What was done, in order#
Drafted
MOPACStep.get_model_chemistry_options()against the metadata structure as it stood, with_MDI_CAPABLE_METHODS(the six methods inmopactools.api.MopacSystem.model_dict) and_MDI_PERIODIC_VALIDATED(the three – PM7, PM6-ORG, PM6 – actually run periodic via MDI and confirmed this week, per notes-qm-mdi-engines-validation) as class attributes.Corrected the class name used in the draft (
MOPACStep, notMopacStepas first guessed) and the import style (mopac_step.metadata, matching the file’s own existing convention) against the real uploadedmopac_stepbundle.Drafted metadata entries for AM1, RM1, PM3, MNDO, and MNDOD, initially from general knowledge – explicitly flagged at the time as unverified, since none of it had been checked against any real source.
Given MOPAC’s actual parameter source files (
src/models/ parameters_for_*_C.F90), re-extracted real element coverage for all five by parsing each file’s “Data for Element” header comments and excluding non-element pseudo-atom entries (MOPAC’s “Capped bond” dummy atoms). This changed every one of the five from guessed to verified, and incidentally revealed that RM1’s parameter table includes the full lanthanide series (La-Lu) – unexpected, not predicted from general knowledge of the original 2006 RM1 paper’s 10-element scope.At Paul’s request, applied the same direct-extraction technique to the existing, previously-unquestioned PM6/PM7 entries (elements “1-60,62-83”). This is where the real correction landed: actual coverage is “1-57,71-83,85,87,90,97” – the old value understated the lanthanide gap by an order of magnitude (one element, Pm, thought missing; thirteen, Ce-Yb, actually missing). Also surfaced a parameter table entry at Z=98 labeled “Mithril” in the source comment (Tolkien’s fictional metal; Z=98 is actually Californium) – excluded from the verified range pending confirmation of whether this is real, mislabeled Californium data or a non-functional placeholder.
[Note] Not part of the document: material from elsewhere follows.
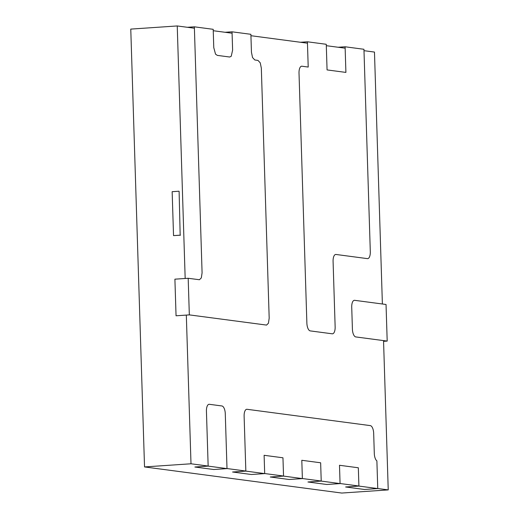 <?xml version="1.0" encoding="UTF-8"?>
<svg xmlns="http://www.w3.org/2000/svg" width="519" height="519" viewBox="0 0 519 519"><rect width="100%" height="100%" fill="white"/><g stroke="black" fill="none" stroke-linecap="round" stroke-linejoin="round"><path stroke-width="0.78" d="M194.398 28.221L177.239 25.95L130.769 29.103L144.529 466.931L341.762 493.05L388.231 489.897L383.541 340.6M186.321 315.091L190.998 463.778L208.158 466.049M226.998 468.547L245.844 471.044M264.69 473.536L283.53 476.033M302.376 478.531L321.222 481.022M340.062 483.52L358.908 486.011M377.754 488.509L388.231 489.897M190.998 463.778L144.529 466.931M382.386 303.991L374.471 52.069L363.994 50.68M177.239 25.95L185.173 278.482M345.148 48.183L326.302 45.685M307.462 43.194L250.93 35.707M232.084 33.21L213.238 30.718M351.726 307.222A7.35 3.114 -93.9 0 1 354.367 300.306A7.35 3.114 -93.9 0 1 354.633 300.319L386.039 304.478L387.193 341.087L355.787 336.928A7.35 3.114 -93.9 0 1 352.414 329.189L351.726 307.222M387.193 341.087L383.56 341.333M208.158 466.114L206.432 411.204A7.35 3.114 -93.9 0 1 209.073 404.288A7.35 3.114 -93.9 0 1 209.345 404.301L221.905 405.962A7.35 3.114 -93.9 0 1 225.278 413.701L227.004 468.612L208.158 466.114L194.878 467.016L213.724 469.513L227.004 468.612M264.69 473.6L264.113 455.299L282.959 457.79L283.536 476.098L270.256 477L289.102 479.491L302.376 478.596L301.805 460.288L320.645 462.786L321.222 481.087L307.942 481.989L326.788 484.487L340.068 483.585L339.491 465.277L358.331 467.775L358.908 486.076L345.635 486.978L364.474 489.475L377.754 488.574L376.885 460.885A7.35 3.114 -93.9 0 1 374.303 453.483L373.674 433.352A7.35 3.114 86.1 0 0 370.3 425.612L247.031 409.29A7.35 3.114 86.1 0 0 246.765 409.283A7.35 3.114 86.1 0 0 244.118 416.193L245.844 471.109L232.57 472.011L251.41 474.502L264.69 473.6L245.844 471.109M283.536 476.098L302.376 478.596M321.222 481.087L340.068 483.585M358.908 486.076L377.754 488.574M327.067 69.916L345.907 72.407L345.103 46.781L363.949 49.279L370.306 251.721A7.35 3.114 -93.9 0 1 367.666 258.637A7.35 3.114 -93.9 0 1 367.4 258.624L335.994 254.466A7.35 3.114 86.1 0 0 335.728 254.459A7.35 3.114 86.1 0 0 333.081 261.375L335.144 326.899A7.35 3.114 -93.9 0 1 332.497 333.814A7.35 3.114 -93.9 0 1 332.231 333.808L310.245 330.895A7.35 3.114 -93.9 0 1 306.878 323.155L299.015 73.127A7.35 3.114 -93.9 0 1 301.662 66.211A7.35 3.114 -93.9 0 1 301.928 66.218L308.208 67.055L307.417 41.792L326.263 44.29L327.067 69.916M307.417 41.792L300.456 42.266M345.103 46.781L338.141 47.255M232.038 31.815L232.616 50.116L231.24 56.253L229.709 57.025L217.325 55.384L215.541 54.171L213.77 47.618L213.199 29.317L194.353 26.819L202.086 272.825L201.327 277.886L199.439 279.741L188.183 278.275L189.331 314.884L266.545 325.082L268.433 323.227L269.186 318.166L261.329 68.138L260.246 62.838L257.956 60.399L254.816 59.983L252.532 57.544L251.449 52.244L250.885 34.306L232.038 31.815L225.077 32.282M194.353 26.819L187.391 27.293M188.183 278.275L174.903 279.177L176.051 315.786L189.331 314.884M178.796 191.232L172.152 191.686L173.534 235.613L180.171 235.165L179.107 191.277L180.171 235.165M180.489 235.204L173.534 235.613"/></g></svg>

Paul identified the actual explanation for the PM6/PM7 lanthanide gap from
mopac_step’s ownmopac.py: Ce-Yb are only representable via the SPARKLES point-charge model (no real NDDO parameters exist for them at all), while La and Lu have genuine parameters and may optionally use SPARKLES (geometry vs. energy tradeoff). This is a deliberate design choice, not a coverage gap – reclassified accordingly rather than just re-including the lanthanides in the plain “elements” string, which would have erased the real distinction between full electronic treatment and the cruder point-charge approximation.Added a new
sparkle_elementsmetadata field (currently documented only for PM7, PM7-TS, PM6) to carry this distinction without conflating it with genuine NDDO coverage. Deliberately did not add it to RM1, since RM1’s lanthanide parameters are real NDDO data for the full range, not Sparkle-only – a materially different situation despite both involving the same block of elements.While drafting tests for the classmethod, caught that the classmethod itself never surfaced
sparkle_elementsin its returned dict – the field was added to raw metadata after the classmethod was first drafted, and nothing had gone back to wire it through. Fixed and re-verified.Wrote nine tests covering: full enumeration against raw metadata, the MDI-only and periodic-only filters independently and combined, the PM6-D3H4 trap specifically (MDI-capable but not periodic-safe), a non-MDI method’s launch info being correctly empty, AM1/RM1 appearing now that real entries exist for them, the model-chemistry string format, the sparkle_elements field appearing only where documented, and every option having a non-empty elements string. All nine dry-run successfully against the actual combined metadata and classmethod logic (not just asserted to be correct).
Open questions surfaced, not resolved here#
Whether SPARKLES is reachable via the MDI path at all.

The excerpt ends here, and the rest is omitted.